During the struggle, the potatoes start growing into little potato babies: "Her heart pulled its curtain as she held each potato up to the bare hanging lightbulb and looked at its hint of neck, its almost torso, its small backside. Each of the seven had ten very tiny indented toes and ten whispers of fingertips."

She still tries to get rid of them, even resorting to eating one. When only six come back the next day, she is horrified and wracked with grief.

By the eighth month, the potato babies are fully formed, and in the nine month, they come tumbling out of the pot and are these moving, living things. She steadfastly ignores them and eventually buries them in the backyard, reasoning that they belong in the ground anyway. It's then that she feels like something is missing in her life: "She sat for long spells, over the course of the next week, and watched the sky drift overhead. It all felt very familiar, and she recognized the shape and texture of her life before, but it was if someone had put her old life in the laundry and washed it wrong."

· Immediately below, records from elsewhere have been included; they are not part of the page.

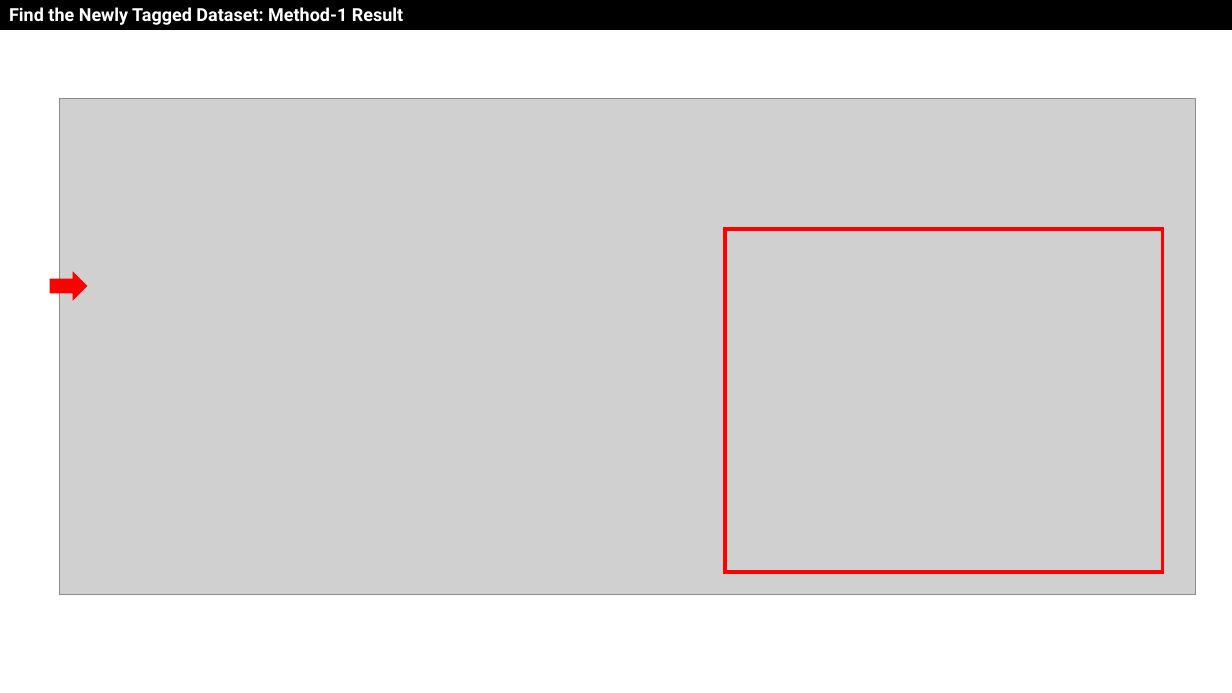
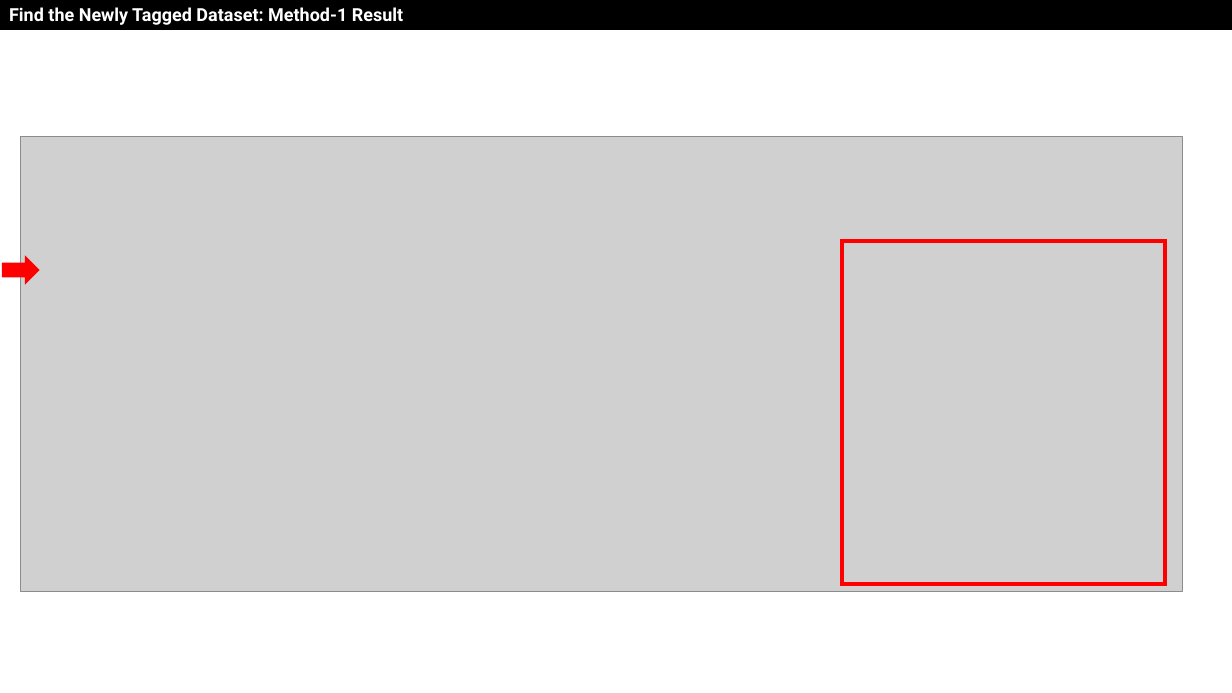
Before and after one commit to drfranknlee/udc-for-image-analytics, a slide deck: slide 10 of scenario1/T101389-Scenario1-v20210920.pptx. Drawn at 1232x693 pixels with LibreOffice and Linux fonts; fonts in the diff are those of the drawing; grey boxes stand for pictures. Boxes give left, top, right and bottom in pixels: in the first picture for what was removed or moved away, otherwise in the second. Text is boxed around its words. In the diff, an @@ line names an element or a change of style, - is before the commit and + after.

```diff
--- a/scenario1/T101389-Scenario1-v20210920.pptx
+++ b/scenario1/T101389-Scenario1-v20210920.pptx
@@ picture: place and size @@
-picture at bbox=[60, 98, 1196, 594]
+picture at bbox=[20, 136, 1182, 592]
@@ right arrow: place and size @@
-right arrow at bbox=[50, 272, 88, 301]
+right arrow at bbox=[2, 255, 40, 285]
@@ rectangle: place and size @@
-rectangle at bbox=[726, 229, 1164, 572]
+rectangle at bbox=[842, 241, 1165, 584]
```
Also in this commit, not shown: 10 other slides changed, 3 slides added, 30 other files.

At the end of the week she digs them back up and the potato children are fine. She takes them to the cemetary to visit the graves of her mother, father and brother, and on the way home, it rains. The potato children are entranced by the rain. And it is here where the author writes some of the most beautiful prose I've ever read:

"They seemed to enjoy it, tilting their faces to the sky. She had never seen them wet before, and rain, falling on their dirty potato bodies, smelled just like Mother at the sink, washing. Mother, who had died so many years ago, now as vivid as actual, scrubbing potatoes at the kitchen sink before breakfast. How many times had she done that? Year after year after year. Lighting the new fire of the morning. Humming. Her skirt so easy on her waist. Her hands so confident at the sink. They were that memory, created. Holding their potato hands up, they let the rain pour down their potato arms, their potato knees and legs, and the woman breathed in the smell of them, over and over, as deeply as she could. For here was grandmother, greeting her grandchildren, gathering them in her arms, and covering their wide faces with kisses."